Effects of entomopathogenic nematodes Steinernema carpocapsae and Heterorhabditis bacteriophora on the fitness of a Vip3A resistant subpopulation of Heliothis virescens (Noctuidae: Lepidoptera)






ABSTRACT The widespread use of transgenic plants imposes selection pressure on insect pest populations to develop insecticide resistance. Evaluation of effectiveness of resistance management strategies is very important in resistance management programs. Resistance management to insecticides is widely believed to depend in part on associated fitness costs. Fitness costs can delay the development of resistance.
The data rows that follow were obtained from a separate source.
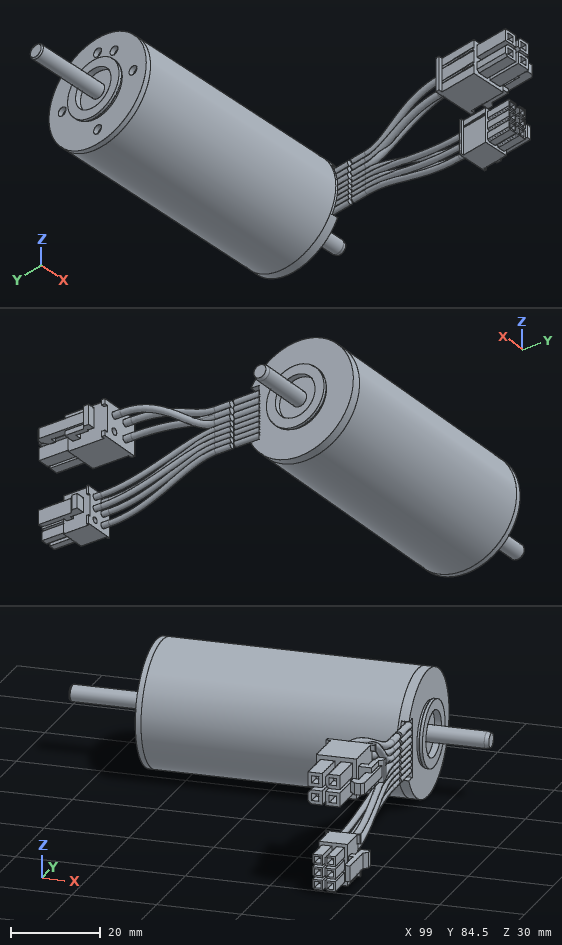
import cadquery as cq
import math

motor_diameter = 30.0
motor_radius = motor_diameter / 2
overall_depth = 84.5
shaft_length = 99.0
shaft_radius = 2.0
shaft_chamfer_depth = 0.3
front_chamfer_length = 0.4
rear_chamfer_length = 1.0

motor_front = 20.1
motor_rear = 84.1
flange_thickness = 1.4
cap_thickness = 2.4
housing_front = motor_front + flange_thickness
housing_rear = motor_rear - cap_thickness

boss_radius = 7.9
boss_height = 1.4
boss_groove_radius = 7.6
boss_groove_width = 0.6
recess_radius = 5.4
recess_depth = 1.6

mount_hole_diameter = 2.4
mount_circle_radius = 10.9
extra_hole_radius = 10.1
extra_hole_angle = 60.0

cap_pin_hole_diameter = 1.2
cap_pin_hole_depth = 3.0
cap_pin_hole_angle = 45.0

power_wire_diameter = 1.8
signal_wire_diameter = 1.5
power_wire_count = 3
signal_wire_count = 5
wire_overlap = 0.06
cable_x = 83.2
cable_top = 6.3
cable_inner_end = -10.9
notch_clearance = 0.8
stub_end = -18.0
harness_start = -19.0
harness_split = -23.3

start_handle = 0.28
power_end_handle = 0.5
signal_end_handle = 0.4

connector_x = 83.0
connector_front = motor_radius - overall_depth
bore_depth = 4.0
contact_setback = 2.0

power_z = 10.1
power_rear = -50.0
power_body_front = -60.8
power_width = 9.5
power_height = 9.6
power_rim_thickness = 1.0
power_rim_overhang = 1.0
power_rim_tab = 1.4
power_pitch = 4.2
power_tower = 3.4
power_tower_chamfer = 0.7
power_socket = 1.7
power_contact_diameter = 1.0
power_straight = 2.2
power_rib_width = 0.7
power_rib_height = 0.3

power_lever_width = 5.2
power_lever_rear = -52.3
power_lever_inner_x = 89.4
power_lever_thickness = 1.4
power_head_step = 0.4
power_head_length = 1.4
power_head_taper = 0.8
power_head_outer_x = 91.8
power_bridge_rear = -57.4
power_bridge_front = -59.5
power_arm_width = 2.8
power_arm_rear = -54.0
power_arm_outer_x = 91.4
power_hook_inner_x = 87.9
power_hook_rear = -64.2
power_hook_front = -66.9
power_hook_ramp = 1.4
power_hook_bevel = 0.7

signal_z = -9.7
signal_rear = -55.7
signal_body_front = -63.1
signal_width = 6.7
signal_height = 9.9
signal_rim_thickness = 0.5
signal_rim_overhang = 0.7
signal_rim_tab = 2.2
signal_pitch = 3.0
signal_tower = 2.4
signal_tower_chamfer = 0.5
signal_socket = 1.5
signal_contact_diameter = 0.8
signal_straight = 2.1
signal_rib_width = 0.4
signal_rib_height = 0.3
signal_rib_z = 3.0

signal_lever_width = 3.8
signal_lever_rear = -56.9
signal_lever_front = -68.3
signal_lever_inner_x = 87.3
signal_lever_thickness = 1.4
signal_head_height = 1.0
signal_head_length = 1.4
signal_bridge_rear = -60.4
signal_bridge_front = -62.2
signal_tip_bevel = 0.3
signal_tip_length = 1.0

wire_diameters = [power_wire_diameter] * power_wire_count + [signal_wire_diameter] * signal_wire_count
wire_heights = []
wire_top = cable_top
for diameter in wire_diameters:
    wire_heights.append(wire_top - diameter / 2)
    wire_top -= diameter - wire_overlap
cable_bottom = wire_top - wire_overlap


def box(x_range, y_range, z_range):
    """Axis-aligned block between the given limits."""
    (x0, x1), (y0, y1), (z0, z1) = x_range, y_range, z_range
    return cq.Workplane("XY").box(x1 - x0, y1 - y0, z1 - z0, centered=False).translate((x0, y0, z0))


def turned(profile):
    """Solid turned about the X axis from (x, radius) points."""
    outline = cq.Workplane("XY").polyline([(x, -radius) for x, radius in profile]).close()
    return outline.revolve(360, (0, 0, 0), (1, 0, 0))


def make_housing():
    """Cylinder with a close bore for the shaft."""
    return turned(
        [
            (housing_front, shaft_radius),
            (housing_front, motor_radius),
            (housing_rear, motor_radius),
            (housing_rear, shaft_radius),
        ]
    )


def make_shaft():
    """Round shaft chamfered at both ends."""
    tip_radius = shaft_radius - shaft_chamfer_depth
    return turned(
        [
            (0, 0),
            (0, tip_radius),
            (front_chamfer_length, shaft_radius),
            (shaft_length - rear_chamfer_length, shaft_radius),
            (shaft_length, tip_radius),
            (shaft_length, 0),
        ]
    )


def make_end_plate(inner, outer, boss_end):
    """End plate with a grooved centring boss and a round recess in the boss."""
    outward = math.copysign(1, boss_end - outer)
    recess_floor = boss_end - outward * recess_depth
    groove_end = outer + outward * boss_groove_width
    return turned(
        [
            (inner, shaft_radius),
            (inner, motor_radius),
            (outer, motor_radius),
            (outer, boss_groove_radius),
            (groove_end, boss_groove_radius),
            (groove_end, boss_radius),
            (boss_end, boss_radius),
            (boss_end, recess_radius),
            (recess_floor, recess_radius),
            (recess_floor, shaft_radius),
        ]
    )


def make_flange():
    """Front flange with four mounting holes and one extra hole."""
    flange = make_end_plate(housing_front, motor_front, motor_front - boss_height)
    extra = math.radians(extra_hole_angle)
    centres = [
        (mount_circle_radius, 0),
        (-mount_circle_radius, 0),
        (0, mount_circle_radius),
        (0, -mount_circle_radius),
        (-extra_hole_radius * math.cos(extra), extra_hole_radius * math.sin(extra)),
    ]
    holes = cq.Workplane("YZ", origin=(motor_front, 0, 0)).pushPoints(centres)
    return flange.cut(holes.circle(mount_hole_diameter / 2).extrude(flange_thickness))


def make_rear_cap():
    """Rear cap with a notch for the cable and a radial pin hole."""
    cap = make_end_plate(housing_rear, motor_rear, motor_rear + boss_height)
    wire_radius = power_wire_diameter / 2
    notch = box(
        (cable_x - wire_radius, motor_rear),
        (-motor_radius, cable_inner_end),
        (cable_bottom - notch_clearance, cable_top + notch_clearance),
    )
    angle = math.radians(cap_pin_hole_angle)
    outward = cq.Vector(0, math.cos(angle), math.sin(angle))
    start = cq.Vector((housing_rear + motor_rear) / 2, 0, 0) + outward * motor_radius
    pin_hole = cq.Solid.makeCylinder(cap_pin_hole_diameter / 2, cap_pin_hole_depth, start, outward * -1)
    return cap.cut(notch).cut(cq.Workplane(pin_hole))


def straight_wire(x, z, diameter, y_start, y_end):
    """Round rod running toward -Y."""
    return cq.Workplane("XZ", origin=(x, y_start, z)).circle(diameter / 2).extrude(y_start - y_end)


def make_cable(y_start, y_end):
    """Flat cable of parallel joined wires."""
    cable = cq.Workplane("XY")
    for diameter, z in zip(wire_diameters, wire_heights):
        cable = cable.union(straight_wire(cable_x, z, diameter, y_start, y_end))
    return cable


def bent_wire(z_start, x_end, y_end, z_end, end_handle, diameter):
    """Wire that leaves the cable and reaches its contact along a smooth S-curve."""
    run = harness_split - y_end
    curve = cq.Edge.makeBezier(
        [
            cq.Vector(cable_x, harness_split, z_start),
            cq.Vector(cable_x, harness_split - start_handle * run, z_start),
            cq.Vector(x_end, y_end + end_handle * run, z_end),
            cq.Vector(x_end, y_end, z_end),
        ]
    )
    section = cq.Workplane("XZ", origin=(cable_x, harness_split, z_start)).circle(diameter / 2)
    return section.sweep(cq.Workplane(cq.Wire.assembleEdges([curve])))


def contact_grid(centre_z, pitch, rows):
    """Contact centres by row from the top, -X side first in each row."""
    top = centre_z + pitch * (rows - 1) / 2
    return [[(connector_x + side * pitch / 2, top - row * pitch) for side in (-1, 1)] for row in range(rows)]


power_grid = contact_grid(power_z, power_pitch, 2)
signal_grid = contact_grid(signal_z, signal_pitch, 3)

power_keys = [["", "<>"], ["<>", ""]]
signal_keys = [["<", ">"], ["<", "<"], ["<", "<"]]

power_contacts = [power_grid[0][0], power_grid[1][0], power_grid[0][1]]
signal_contacts = [
    signal_grid[0][1],
    signal_grid[0][0],
    signal_grid[1][1],
    signal_grid[1][0],
    signal_grid[2][0],
]


def make_harness():
    """Second length of cable with its wires spread out and ending in contact pins."""
    harness = make_cable(harness_start, harness_split)
    power = (power_rear, power_straight, power_end_handle, power_contact_diameter)
    signal = (signal_rear, signal_straight, signal_end_handle, signal_contact_diameter)
    contacts = power_contacts + signal_contacts
    fittings = [power] * power_wire_count + [signal] * signal_wire_count
    for diameter, z_start, (x, z), fitting in zip(wire_diameters, wire_heights, contacts, fittings):
        rear, straight, end_handle, contact_diameter = fitting
        bend_end = rear + straight
        bore_end = rear - bore_depth
        bend = bent_wire(z_start, x, bend_end, z, end_handle, diameter)
        tail = straight_wire(x, z, diameter, bend_end, bore_end)
        contact = straight_wire(x, z, contact_diameter, bore_end, connector_front + contact_setback)
        harness = harness.union(bend).union(tail).union(contact)
    return harness


def tower_block(x, z, size, chamfer, corners, y_start):
    """Square contact tower with the named corners of its -X side chamfered."""
    tower = cq.Workplane("XZ", origin=(x, y_start, z)).rect(size, size).extrude(y_start - connector_front)
    for corner in corners:
        tower = tower.edges(f"|Y and <X and {corner}Z").chamfer(chamfer)
    return tower


def contact_cavity(x, z, socket, wire_diameter, rear):
    """Square socket from the front that meets a round wire bore from the rear."""
    bore_end = rear - bore_depth
    bore = straight_wire(x, z, wire_diameter, rear, bore_end)
    opening = cq.Workplane("XZ", origin=(x, bore_end, z)).rect(socket, socket)
    return bore.union(opening.extrude(bore_end - connector_front))


def make_shell(centre_z, width, height, rear, body_front, rim_thickness, rim_overhang, rim_tab):
    """Connector block with a rear rim: full on the -X side, two corner tabs on the +X side."""
    left = connector_x - width / 2
    right = connector_x + width / 2
    bottom = centre_z - height / 2
    top = centre_z + height / 2
    rim_y = (rear - rim_thickness, rear)
    shell = box((left, right), (body_front, rear), (bottom, top))
    shell = shell.union(box((left - rim_overhang, right), rim_y, (bottom, top)))
    for tab_bottom in (bottom, top - rim_tab):
        tab = box((right, right + rim_overhang), rim_y, (tab_bottom, tab_bottom + rim_tab))
        shell = shell.union(tab)
    return shell


def plate(points, centre_z, width):
    """Plate with an (x, y) outline and a width along Z."""
    outline = cq.Workplane("XY", origin=(0, 0, centre_z - width / 2)).polyline(points).close()
    return outline.extrude(width)


def side_rib(left, rear, body_front, height, centre_z, width):
    """Rib on the -X side that rises from nothing at the rear to full height at the front."""
    return plate([(left, rear), (left - height, body_front), (left, body_front)], centre_z, width)


def make_power_latch():
    """Wide lever bridged to the block, with a narrow hooked arm reaching forward."""
    block_side = connector_x + power_width / 2
    lever_outer_x = power_lever_inner_x + power_lever_thickness
    head_inner_x = power_lever_inner_x + power_head_step
    head_front = power_lever_rear - power_head_length
    lever = plate(
        [
            (block_side, power_bridge_rear),
            (power_lever_inner_x, power_bridge_rear),
            (power_lever_inner_x, power_arm_rear),
            (head_inner_x, power_arm_rear),
            (head_inner_x, power_lever_rear),
            (power_head_outer_x, power_lever_rear),
            (power_head_outer_x, head_front),
            (lever_outer_x, head_front - power_head_taper),
            (lever_outer_x, power_bridge_front),
            (block_side, power_bridge_front),
        ],
        power_z,
        power_lever_width,
    )
    arm = plate(
        [
            (power_lever_inner_x, power_arm_rear),
            (power_arm_outer_x, power_arm_rear),
            (power_arm_outer_x, power_hook_front + power_hook_bevel),
            (power_arm_outer_x - power_hook_bevel, power_hook_front),
            (power_hook_inner_x + power_hook_ramp, power_hook_front),
            (power_hook_inner_x, power_hook_front + power_hook_ramp),
            (power_hook_inner_x, power_hook_rear),
            (power_lever_inner_x, power_hook_rear),
        ],
        power_z,
        power_arm_width,
    )
    return lever.union(arm)


def make_signal_latch():
    """Straight lever bridged to the block, with a raised head and a bevelled tip."""
    block_side = connector_x + signal_width / 2
    lever_outer_x = signal_lever_inner_x + signal_lever_thickness
    head_outer_x = lever_outer_x + signal_head_height
    head_front = signal_lever_rear - signal_head_length
    return plate(
        [
            (block_side, signal_bridge_rear),
            (signal_lever_inner_x, signal_bridge_rear),
            (signal_lever_inner_x, signal_lever_rear),
            (head_outer_x, signal_lever_rear),
            (head_outer_x, head_front),
            (lever_outer_x, head_front - signal_head_height),
            (lever_outer_x, signal_lever_front),
            (signal_lever_inner_x + signal_tip_bevel, signal_lever_front),
            (signal_lever_inner_x, signal_lever_front + signal_tip_length),
            (signal_lever_inner_x, signal_bridge_front),
            (block_side, signal_bridge_front),
        ],
        signal_z,
        signal_lever_width,
    )


def make_power_connector():
    """Four-way connector with its latch, side ribs and keyed towers."""
    connector = make_shell(
        power_z,
        power_width,
        power_height,
        power_rear,
        power_body_front,
        power_rim_thickness,
        power_rim_overhang,
        power_rim_tab,
    )
    left = connector_x - power_width / 2
    for rib_z in (power_z - power_pitch / 2, power_z + power_pitch / 2):
        rib = side_rib(left, power_rear, power_body_front, power_rib_height, rib_z, power_rib_width)
        connector = connector.union(rib)
    for row, row_corners in zip(power_grid, power_keys):
        for (x, z), corners in zip(row, row_corners):
            tower = tower_block(x, z, power_tower, power_tower_chamfer, corners, power_body_front)
            cavity = contact_cavity(x, z, power_socket, power_wire_diameter, power_rear)
            connector = connector.union(tower).cut(cavity)
    return connector.union(make_power_latch())


def make_signal_connector():
    """Six-way connector with its latch, side rib and keyed towers."""
    connector = make_shell(
        signal_z,
        signal_width,
        signal_height,
        signal_rear,
        signal_body_front,
        signal_rim_thickness,
        signal_rim_overhang,
        signal_rim_tab,
    )
    left = connector_x - signal_width / 2
    rib_z = signal_z + signal_rib_z
    rib = side_rib(left, signal_rear, signal_body_front, signal_rib_height, rib_z, signal_rib_width)
    connector = connector.union(rib)
    for row, row_corners in zip(signal_grid, signal_keys):
        for (x, z), corners in zip(row, row_corners):
            tower = tower_block(x, z, signal_tower, signal_tower_chamfer, corners, signal_body_front)
            cavity = contact_cavity(x, z, signal_socket, signal_wire_diameter, signal_rear)
            connector = connector.union(tower).cut(cavity)
    return connector.union(make_signal_latch())


shaft = make_shaft()
flange = make_flange()
housing = make_housing()
cable_stub = make_cable(cable_inner_end, stub_end)
rear_cap = make_rear_cap()
harness = make_harness()
power_connector = make_power_connector()
signal_connector = make_signal_connector()

bodies = [shaft, flange, housing, rear_cap, cable_stub, harness, power_connector, signal_connector]
result = cq.Compound.makeCompound([body.solids().val() for body in bodies])

In the present study, the effects of two entomopathogenic nematode species, Steinernema carpocapsae and Heterorhabditis bacteriophora were studied on the fitness of first insect population of Heliothis virescens selected with Vip3A in the laboratory. It was found that both nematodes species increased the fitness cost of Vip3A selected insects. The mortality of the Unsel subpopulation after exposure to either nematode species was significantly lower than that of the Vip3A-Sel subpopulation. Likewise, the reproduction of both nematode species was significantly greater in cadavers of the Unsel compared with the Vip3A-Sel subpopulation of H. virescens. There was positive correlation between nematode reproduction and the larval instar infected with nematodes. The penetration of infective nematode juveniles (IJ) was greater in the Vip3A-Sel subpopulation than in the Unsel subpopulation of H. virescens. It is concluded that entomopathogenic nematodes could increase the fitness costs and subsequently delay the resistance.